#Import Library
import pandas as pd
import numpy as np
#To generate random number, we import randn from numpy.
from numpy.random import randn
np.random.seed(101)
#Create Dataframe
df = pd.DataFrame(randn(5,4),index='A B C D E'.split(),columns='W X Y Z'.split()) #Split will seperate the column
df
Let's learn the various methods to grab data from a DataFrame
#Select W column
df['W']
# Pass a list of column names
df[['W','Z']]
DataFrame Columns are just Series
type(df['W'])
Creating a new column:
df['new'] = df['W'] + df['Y']
df
Removing Columns
df.drop('new',axis=1)
# Not inplace unless specified!
df
So you can see above we have droped new column but it still in our dataframe because we have not mentationed the inplace.
df.drop('new',axis=1,inplace=True)
df
Can also drop rows this way:
df.drop('E',axis=0)
Selecting Rows
df.loc['A']
Or select based off of position instead of label
df.iloc[2]
Selecting subset of rows and columns
df.loc['B','Y']
df.loc[['A','B'],['W','Y']]
An important feature of pandas is conditional selection using bracket notation, very similar to numpy:
df
#if your condituion is not in [] then it will give you true and false.
# Those who full-fill condition they are true and rest false.
df>0
df[df>0]
df[df['W']>0]
df[df['W']>0]['Y']
df[df['W']>0][['Y','X']]
For two conditions you can use | and & with parenthesis:
#Only display those values that satisfies both condition
df[(df['W']>0) & (df['Y'] > 1)]
#Display those values who satisfies either one condition
df[(df['W']>0) | (df['Y'] > 1)]
Let's discuss some more features of indexing, including resetting the index or setting it something else.
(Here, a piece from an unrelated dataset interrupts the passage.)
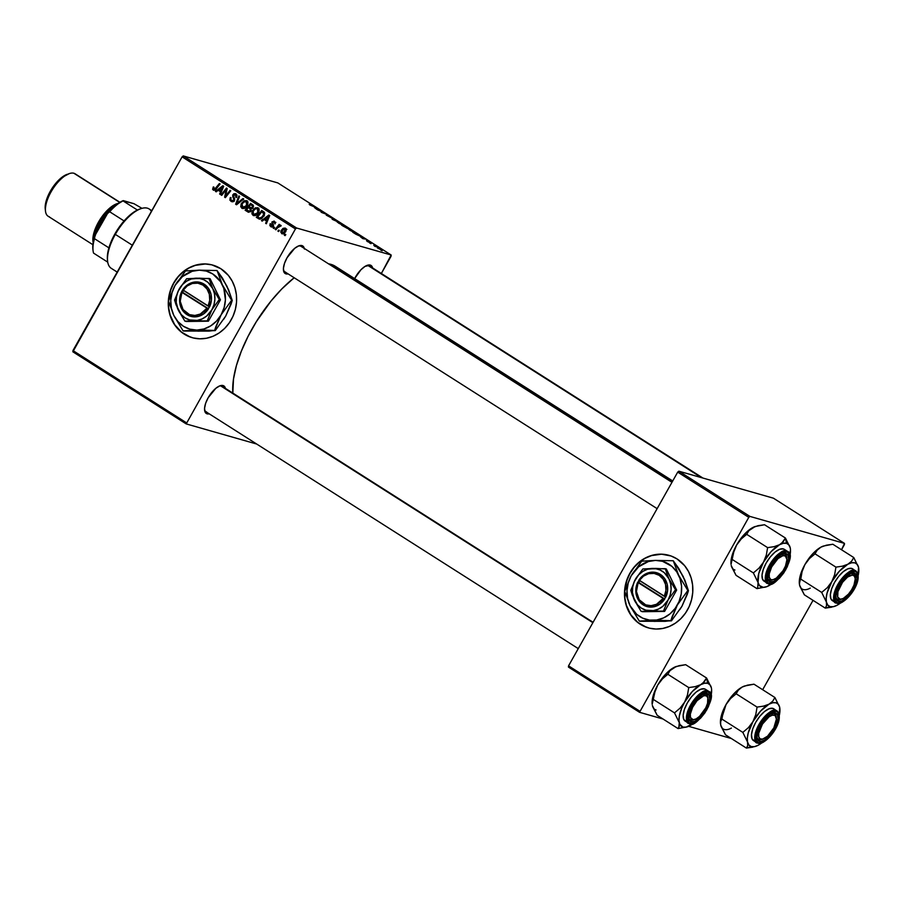 <?xml version="1.0" encoding="UTF-8"?>
<svg xmlns="http://www.w3.org/2000/svg" width="904" height="904" viewBox="0 0 904 904"><rect width="100%" height="100%" fill="white"/><g stroke="black" fill="none" stroke-linecap="round" stroke-linejoin="round"><path stroke-width="1.36" d="M624.754 591.431A37.719 33.877 -74.1 0 0 640.473 624.314L640.258 624.246A37.719 33.877 105.9 0 1 627.704 577.667A37.719 33.877 105.9 0 1 669.016 555.327A37.719 33.877 105.9 0 1 677.062 558.943L671.084 555.994L661.299 554.163L654.598 554.728L648.055 556.717L641.919 560.039L636.427 564.582L631.783 570.153L628.178 576.56L625.749 583.532L624.574 590.82L624.721 598.143L626.156 605.205L628.856 611.748L632.687 617.522L637.523 622.291L643.173 625.884L649.422 628.167L656.021 629.037L662.722 628.461L669.265 626.483L675.401 623.15L680.893 618.619L685.526 613.036L689.142 606.64L691.571 599.657L692.746 592.369L692.6 585.057L691.164 577.984L688.464 571.441L684.633 565.678L677.062 558.943A37.719 33.877 105.9 0 1 689.616 605.533A37.719 33.877 105.9 0 1 648.304 627.873A37.719 33.877 105.9 0 1 640.258 624.246L640.473 624.314A37.719 33.877 -74.1 0 0 648.417 627.896M168.54 301.202A37.719 33.877 -74.1 0 0 184.258 334.084L184.043 334.017A37.719 33.877 105.9 0 1 171.489 287.438A37.719 33.877 105.9 0 1 212.802 265.098A37.719 33.877 105.9 0 1 220.847 268.725L211.683 264.804L205.084 263.934L198.383 264.499L191.84 266.488L185.704 269.81L180.212 274.353L175.568 279.924L171.963 286.331L169.534 293.303L168.359 300.591L168.506 307.914L169.941 314.976L172.641 321.53L176.472 327.293L181.308 332.062L186.958 335.655L193.207 337.938L199.807 338.808L206.507 338.243L213.05 336.254L219.186 332.932L224.678 328.389L229.322 322.818L232.927 316.411L235.356 309.439L236.532 302.151L236.385 294.828L234.95 287.766L232.249 281.212L228.418 275.449L220.847 268.725A37.719 33.877 105.9 0 1 233.401 315.304A37.719 33.877 105.9 0 1 192.089 337.644A37.719 33.877 105.9 0 1 184.043 334.017L184.258 334.084A37.719 33.877 -74.1 0 0 192.202 337.667M301.122 246.408A15.085 6.407 122.5 0 0 300.343 246.057L301.925 245.583L298.67 245.899L294.704 248.329L287.043 257.753L284.523 263.324L283.427 268.341L283.935 272.047L285.98 273.878A16.34 6.938 -57.5 0 0 288.105 273.889L285.98 273.878L285.664 272.341L285.98 273.878A16.34 6.938 -57.5 0 1 283.449 270.16A16.34 6.938 -57.5 0 1 288.093 256.001A16.34 6.938 -57.5 0 1 298.953 245.798A16.34 6.938 -57.5 0 1 301.925 245.583L300.343 246.057A15.085 6.407 122.5 0 0 298.252 246.08A15.085 6.407 -57.5 0 1 300.343 246.057A15.085 6.407 -57.5 0 1 301.088 246.385L671.954 482.318M283.404 269.415A15.085 6.407 122.5 0 0 285.63 272.183A15.085 6.407 -57.5 0 1 284.896 271.844A15.085 6.407 -57.5 0 1 283.404 269.415M368.674 265.561L365.069 266.375L360.956 269.731L354.639 278.601A16.34 6.938 -57.5 0 1 367.273 265.301A16.34 6.938 -57.5 0 1 370.244 265.087L368.674 265.561A15.085 6.407 122.5 0 0 366.572 265.584A15.085 6.407 -57.5 0 1 368.674 265.561A15.085 6.407 -57.5 0 1 369.408 265.889L702.939 478.069M221.48 386.019L223.062 385.545L219.808 385.861L215.841 388.291L208.18 397.715L205.649 403.286L204.564 408.303L205.072 412.009L207.118 413.84A16.34 6.938 -57.5 0 0 209.242 413.851L207.118 413.84L206.801 412.303L207.118 413.84A16.34 6.938 -57.5 0 1 204.587 410.122A16.34 6.938 -57.5 0 1 209.231 395.963A16.34 6.938 -57.5 0 1 220.09 385.759A16.34 6.938 -57.5 0 1 223.062 385.545L221.48 386.019A15.085 6.407 122.5 0 0 219.389 386.031A15.085 6.407 -57.5 0 1 221.48 386.019A15.085 6.407 -57.5 0 1 222.226 386.347L593.092 622.28M204.541 409.376A15.085 6.407 122.5 0 0 206.767 412.134A15.085 6.407 -57.5 0 1 206.022 411.806A15.085 6.407 -57.5 0 1 204.541 409.376M205.411 411.275L206.767 412.134L205.411 411.275M672.723 480.962L335.248 266.262A86.75 36.838 122.5 0 0 330.988 264.363L672.395 481.549L330.988 264.363A86.75 36.838 122.5 0 0 328.525 263.844L334.378 265.753L337.328 267.855M186.28 422.676L72.953 350.571L182.111 156.855L295.438 228.949L186.201 423.908L256.679 444.033L186.201 423.908L72.874 351.814L186.201 423.908L295.438 228.949L296.591 228.011L391.161 255.007L277.822 182.913L183.252 155.917L296.591 228.011L295.438 228.949L182.111 156.855L72.874 351.814L72.953 350.571L186.28 422.676M273.855 228.52L274.635 227.537L273.923 227.085L273.155 228.079L273.855 228.52L274.635 227.537L273.923 227.085L273.155 228.079L273.855 228.52M278.568 231.526L279.347 230.543L278.635 230.079L277.878 231.074L278.568 231.526L279.347 230.543L278.635 230.079L277.878 231.074L278.568 231.526M257.052 208.632L255.335 207.818L252.521 210.609L253.346 210.847L252.521 210.609L252.973 215.367L255.674 215.446L258.702 212.191L259.154 210.18L258.476 208.349L255.335 207.818L252.363 210.903L251.911 213.852L253.606 215.66M262.216 221.118L264.205 219.559L266.59 221.084L265.652 223.299L266.352 223.751L269.72 215.547L268.872 215.005L261.459 220.632L262.216 221.118L264.205 219.559L266.59 221.084L265.652 223.299L266.352 223.751L269.72 215.547L268.872 215.005L261.459 220.632L262.216 221.118M247.82 211.965L251.097 210.824L251.12 208.756L253.097 207.479L253.143 205.163L250.555 203.355L245.131 210.248L248.702 212.27L250.803 211.242L251.12 208.756L252.724 208.01L253.47 206.304L253.052 205.061L250.555 203.355L245.131 210.248L248.363 212.203M236.52 204.767L243.741 199.016L242.995 198.541L236.791 203.468L239.594 196.371L238.882 195.931L235.628 204.202L236.52 204.767L243.741 199.016L242.995 198.541L236.791 203.468L239.594 196.371L238.882 195.931L235.628 204.202L236.52 204.767M213.276 190.111L216.124 189.026L220.101 183.975L219.389 183.523L215.547 188.405L216.418 188.653L213.819 189.252L214.056 187.252L213.299 186.902L212.587 189.343L214.836 190.202L220.101 183.975L219.389 183.523L214.553 189.332L213.559 189.004L214.056 187.252L213.299 186.902L213.728 190.326M221.74 195.366L226.316 189.512L224.61 197.196L225.345 197.66L230.78 190.767L230.068 190.315L225.492 196.191L227.209 188.495L226.475 188.032L221.028 194.914L221.74 195.366L226.316 189.512L224.61 197.196L225.345 197.66L230.78 190.767L230.068 190.315L225.492 196.191L227.209 188.495L226.475 188.032L221.028 194.914L221.74 195.366M216.192 191.84L218.192 190.292L220.576 191.806L219.638 194.032L220.339 194.473L223.706 186.269L222.859 185.727L215.434 191.365L216.192 191.84L218.192 190.292L220.576 191.806L219.638 194.032L220.339 194.473L223.706 186.269L222.859 185.727L215.434 191.365L216.192 191.84M231.006 201.4L234.373 200.496L233.616 195.117L236.927 195.219L235.379 194.778L236.532 197.524L235.91 193.897L232.882 194.722L233.718 194.959L232.882 194.722L232.735 196.891L234.113 197.287L232.735 196.891L234.656 198.371L233.266 197.976L234.724 199.603L233.831 199.343L233.639 200.123L234.452 200.36L231.548 200.541L230.667 199.083L231.13 197.84L230.373 197.49L231.006 201.4L232.837 201.739L234.554 200.146L233.458 195.863L233.955 194.71L235.616 194.948L235.786 197.151L236.532 197.524L236.972 195.4L235.526 193.693L233.842 193.727L232.656 195.241L233.831 199.343L233.221 200.598L231.379 200.417L230.667 199.196L231.13 197.84L230.113 198.01L229.944 200.225L231.74 201.728M245.877 201.524L244.159 200.711L241.345 203.502L242.17 203.739L241.345 203.502L241.797 208.259L244.498 208.338L247.526 205.084L247.978 203.072L247.3 201.242L244.159 200.711L241.187 203.795L240.735 206.745L242.43 208.541M270.759 226.689L271.968 227.028L270.759 226.689L273.313 226.124L272.805 222.169L275.257 222.248L273.968 221.875L275.042 223.898L274.398 221.209L272.047 221.853L272.861 222.09L272.047 221.853L272.33 224.226L273.403 224.531L272.33 224.226L273.539 225.412L272.579 225.751L273.381 225.977L271.177 226.011L270.206 223.65L269.867 225.616L271.403 226.983L273.087 226.452L272.805 222.169L274.07 221.943L275.042 223.898L275.313 223.152L274.104 221.051L271.901 222.147L272.296 226.068L270.94 225.819L270.951 223.989L270.149 223.751L270.884 223.955L270.149 223.751L271.392 226.972M258.295 218.621L261.471 218.734L264.454 215.163L264.363 212.372L261.731 210.462L256.307 217.355L260.182 219.163L258.295 218.621L259.482 219.13L263.991 216.135L264.217 212.169L261.731 210.462L256.307 217.355L259.482 219.13M281.664 233.627L285.766 231.582L285.449 228.237L281.246 230.362L282.059 230.588L281.246 230.362L282.071 233.82L283.72 233.661L285.596 231.876L286.297 229.763L285.167 228.079L283.042 228.362L281.133 230.565L280.794 232.147L282.116 233.831M280.839 225.299L279.008 225.83L279.686 226.023L279.008 225.83L279.822 224.791L279.121 224.339L275.166 229.356L275.878 229.808L278.669 226.542L281.2 225.808L280.376 225.198L279.008 225.83L279.822 224.791L279.121 224.339L275.166 229.356L275.878 229.808L277.483 227.819L281.2 225.808L280.658 225.22M285.031 235.639L285.811 234.644L285.099 234.192L284.331 235.187L285.031 235.639L285.811 234.644L285.099 234.192L284.331 235.187L285.031 235.639M354.515 232.644L348.481 229.085L355.114 232.701M360.504 236.825L365.6 239.119L362.798 238.645L360.504 236.825L362.798 238.645L365.6 239.119L360.504 236.825M309.733 204.903L315.971 207.558L309.179 204.259M332.661 218.531L326.254 215.141L332.954 218.542M339.621 222.599L332.073 219.096L334.762 219.502L333.169 219.604L339.621 222.599L333.169 219.604L334.762 219.502L332.073 219.096L332.966 219.672L339.621 222.599M343.339 225.525L337.113 221.955L343.938 225.593M382.177 250.792L380.787 250.092L382.177 250.792M347.362 228.418L341.588 225.152L346.435 226.938L349.407 228.961L347.362 228.418L349.023 228.599L346.435 226.938L341.588 225.152L347.283 228.102M314.49 207.558L319.587 209.852L316.784 209.378L314.49 207.558L316.784 209.378L319.587 209.852L314.49 207.558M321.18 211.378L317.485 209.818L322.355 211.615L323.09 212.078L321.858 212.406L326.66 214.35L321.801 212.564L321.067 212.101L322.276 211.762L321.18 211.378L322.355 211.615L317.485 209.818L321.18 211.378M367.216 241.47L371.397 243.244L366.459 240.667M355.916 234.238L352.763 232.26L357.611 234.046L360.685 236.226L355.916 234.238L360.108 236.159L357.611 234.046L352.763 232.26L355.916 234.238M381.974 250.272L377.194 247.707L381.477 249.56M375.714 246.679L374.324 245.978L375.714 246.679M373.77 245.244L377.239 246.905L373.77 245.244M371.002 243.673L369.612 242.984L371.002 243.673M391.07 256.25L381.352 273.494L391.161 255.007L296.591 228.011L183.252 155.917L182.111 156.855L183.252 155.917L277.822 182.913L391.161 255.007L391.07 256.25M639.614 711.064L568.548 665.852L677.706 472.125L748.772 517.348L639.535 712.307L663.027 719.019L639.535 712.307L568.458 667.096L639.535 712.307L748.772 517.348L749.924 516.41L844.494 543.406L773.417 498.183L678.847 471.187L749.924 516.41L748.772 517.348L677.706 472.125L568.548 665.852L568.458 667.096L568.548 665.852L639.614 711.064M844.404 544.649L841.522 549.756L844.494 543.406L749.924 516.41L678.847 471.187L677.706 472.125L678.847 471.187L773.417 498.183L844.494 543.406L844.404 544.649M813.024 600.346L762.66 689.718L813.024 600.346M688.656 726.33L731.347 738.523L688.656 726.33M294.173 277.754A86.75 36.838 122.5 0 0 232.825 393.093L233.503 379.013L236.407 365.634L241.311 351.249L248.046 336.412L256.34 321.688L271.008 301.055L281.709 289.043L294.173 277.754M225.435 388.392A16.34 6.938 -57.5 0 0 223.062 385.545L225.096 387.375L225.548 389.025M372.617 267.934A16.34 6.938 -57.5 0 0 370.244 265.087L371.442 265.742L372.742 268.567M304.298 248.43A16.34 6.938 -57.5 0 0 301.925 245.583L303.959 247.413L304.411 249.063M347.78 227.932L345 226.734L348.402 228.509M345.983 227.356L342.797 225.921L346.684 227.977M338.232 222.474L342.593 225.265L337.859 222.508L342.221 224.384M331.915 218.101L331.316 217.446M315.304 207.92L318.66 209.4L317.055 209.423L315.304 207.92L318.66 209.4L315.304 207.92M323.09 212.078L321.067 212.101L326.66 214.35L321.858 212.406L323.09 212.078M321.914 212.406L322.276 211.762L321.914 212.406M371.194 243.312L370.425 242.532M361.317 237.198L364.674 238.679L363.069 238.69L361.317 237.198L364.674 238.679L361.317 237.198M359.589 235.469L354.029 232.916L359.43 235.729M349.407 229.593L353.769 232.384L349.034 229.627L353.396 231.492M377.533 247.662L378.121 248.408M378.279 248.114L381.104 249.447M221.898 195.162L221.028 194.914L221.898 195.162M226.328 196.428L225.492 196.191L226.328 196.428M227.763 194.597L226.87 194.349L227.763 194.597M225.514 197.456L224.61 197.196L225.514 197.456M226.475 192.156L225.684 191.93L226.475 192.156M226.972 189.693L226.316 189.512L226.972 189.693M216.451 191.648L215.434 191.365L216.451 191.648M219.344 190.62L219.921 190.179L219.344 190.62M220.429 194.258L219.638 194.032L220.429 194.258M221.344 192.032L220.576 191.806L221.344 192.032M221.503 191.648L218.192 190.292L221.503 191.648M219.073 189.648L223.424 186.97L222.712 186.778L221.819 188.789L222.587 189.004L221.819 188.789L220.983 190.857L221.74 191.072L219.073 189.648L222.712 186.778L220.983 190.857L219.073 189.648M216.169 189.964L213.819 189.252M214.847 190.19L214.61 189.512M214.61 189.23L214.892 190.258M232.78 201.75L232.034 200.767M234.204 201.389L231.548 200.541M235.91 193.897L235.209 193.58M235.469 194.71L236.306 194.19M237.029 195.151L235.379 194.778M231.921 200.292L232.916 201.852M236.385 194.168L235.277 194.936M236.803 204.541L235.628 204.202L236.803 204.541M237.797 203.75L236.791 203.468L237.797 203.75M239.266 202.575L238.238 202.281L239.266 202.575M241.797 208.259C244.057 208.982 245.865 208.135 247.221 205.705L246.803 200.835L246.125 200.518M246.803 200.835L244.159 200.711L247.131 201.072M242.86 207.344L242.023 203.976L244.385 201.648L247.82 202.146L246.283 201.705L246.566 205.174L247.38 205.4L242.351 207.4L241.537 205.344L242.747 202.914L245.357 201.445L247.097 203.31L245.775 206.293L242.927 207.626M247.639 201.038L246.283 201.705M250.431 208.169L248.306 207.57L250.431 208.169M250.035 208.677L251.21 210.587L248.498 211.129L246.476 209.897L248.306 207.57L251.222 208.914L249.786 208.508L250.408 210.361L249.414 211.197L246.476 209.897L248.306 207.57L250.012 208.654M252.758 205.219L250.634 204.609L252.758 205.219M248.939 206.756L250.634 204.609L253.436 205.829L251.832 205.366L253.188 207.298L251.391 207.886L252.532 208.214L248.939 206.756L250.634 204.609L252.476 205.931L252.193 207.355L251.391 207.886L248.939 206.756M250.77 211.773L248.498 211.129M248.758 211.197L250.397 211.672M251.391 207.886L250.08 207.479M272.579 225.751L271.177 226.011M272.805 222.169L273.968 221.875M272.42 226.927L272.025 226.316M262.465 220.926L261.459 220.632L262.465 220.926M265.358 219.887L265.934 219.457L265.358 219.887M266.443 223.525L265.652 223.299L266.443 223.525M267.358 221.299L266.59 221.084L267.358 221.299M267.516 220.926L264.205 219.559L267.516 220.926M265.098 218.915L269.437 216.248L268.725 216.045L267.833 218.056L268.601 218.271L267.833 218.056L266.996 220.124L267.753 220.339L265.098 218.915L268.725 216.045L266.996 220.124L265.098 218.915M260.295 219.152L256.307 217.355L258.68 217.649L260.295 219.152M263.934 212.327L261.81 211.717L263.934 212.327M257.651 217.005L261.81 211.717L264.601 212.869L262.827 212.361L264.725 213.367L263.629 213.05L263.324 215.649L264.137 215.875L259.617 218.09L257.651 217.005L261.81 211.717L263.878 214.022L261.595 217.615L259.945 218.147L257.651 217.005M252.973 215.367C255.233 216.09 257.041 215.242 258.397 212.813L257.979 207.943L257.301 207.626M257.979 207.943L255.335 207.818L258.307 208.18M258.815 208.146L257.03 208.643M253.527 214.508L252.702 212.937L253.414 210.722L255.188 208.937L257.018 208.621L258.216 209.943L257.742 212.282L258.555 212.519L253.527 214.508L253.199 211.095L255.561 208.756L257.459 208.813L257.742 212.282L255.934 214.271L253.956 214.7L255.934 215.265M257.459 208.813L259.143 209.219M283.325 233.808L283.02 233.243M285.235 228.927L285.89 228.622M282.918 232.757L283.449 233.966M286.014 228.588L285.167 228.961M281.991 230.723L285.02 228.904L286.206 229.243L285.02 228.904L285.076 231.141L285.89 231.367L282.059 232.938L282.568 229.887L284.364 228.746L285.472 229.65L283.167 232.972L281.686 232.497L281.991 230.723M286.873 229.39L285.02 228.904M284.421 233.65L282.059 232.938M278.726 231.322L277.878 231.074L278.726 231.322M274.014 228.328L273.155 228.079L274.014 228.328M285.189 235.435L284.331 235.187L285.189 235.435M338.74 223.209L342.684 225.096M349.916 230.317L353.859 232.204M378.471 248.51L381.273 249.832M244.894 208.202L242.351 207.4M212.903 265.132A37.719 33.877 -74.1 0 0 168.551 300.976L168.709 307.97L170.155 315.044L174.63 324.581L181.523 332.13L190.235 337.034M211.898 264.872L205.298 263.991L195.287 265.38L188.925 268.047L183.083 272.002L177.986 277.087L173.839 283.099L170.811 289.822L168.573 300.659M669.118 555.361A37.719 33.877 -74.1 0 0 624.766 591.205L624.924 598.199L626.37 605.273L630.845 614.81L637.738 622.359L646.45 627.263M668.112 555.09L661.513 554.22L651.501 555.61L645.14 558.276L639.297 562.231L634.201 567.316L630.054 573.328L627.026 580.052L624.788 590.888M755.733 746.308L755.891 746.252A25.301 10.746 -57.5 0 1 751.292 746.602L746.388 748.083L752.851 747.133L746.388 748.083L725.483 734.782L746.388 748.083L751.292 746.602L748.941 745.065L747.597 742.139L747.687 745.642L746.388 748.083L747.687 745.642L747.348 738.026L748.207 733.008L752.942 721.641L748.433 727.63L742.828 732.387L747.597 742.139A25.301 10.746 -57.5 0 1 752.942 721.641L760.546 711.098L768.976 704.205L763.575 706.137L757.077 707.097L755.778 714.612L752.942 721.641A25.301 10.746 -57.5 0 1 768.976 704.205L772.784 702.747L775.982 702.792L778.321 704.329L779.666 707.256L774.897 697.504L772.739 701.188L768.976 704.205A25.301 10.746 -57.5 0 1 779.666 707.256L779.067 716.386M762.467 742.342L758.298 745.19A25.301 10.746 -57.5 0 1 755.891 746.252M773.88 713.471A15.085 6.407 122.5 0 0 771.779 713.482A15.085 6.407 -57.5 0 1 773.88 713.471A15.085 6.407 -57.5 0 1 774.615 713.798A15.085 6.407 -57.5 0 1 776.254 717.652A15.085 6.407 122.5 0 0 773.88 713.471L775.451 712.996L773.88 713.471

We'll also talk about index hierarchy!
df
# Reset to default 0,1...n index
df.reset_index()
#Define a new index
newind = 'CA NY WY OR CO'.split()
#Define a new column called state and assign newind to it
df['States'] = newind
df
df.set_index('States')
df
#Set state as index
df.set_index('States',inplace=True)
df
Let us go over how to work with Multi-Index, first we'll create a quick example of what a Multi-Indexed DataFrame would look like:
# Index Levels
outside = ['G1','G1','G1','G2','G2','G2']
inside = [1,2,3,1,2,3]
hier_index = list(zip(outside,inside))#zip function is use to club the list
hier_index = pd.MultiIndex.from_tuples(hier_index)
hier_index
#Convert into dataframe
df = pd.DataFrame(np.random.randn(6,2),index=hier_index,columns=['A','B'])
df
Now let's show how to index this! For index hierarchy we use df.loc[], if this was on the columns axis, you would just use normal bracket notation df[]. Calling one level of the index returns the sub-dataframe:
# We can select G1 data
df.loc['G1']
df.loc['G1'].loc[1]
df.index.names
#Define index name
df.index.names = ['Group','Num']
df
df.xs('G1')
df.xs(['G1',1])
df.xs(1,level='Num')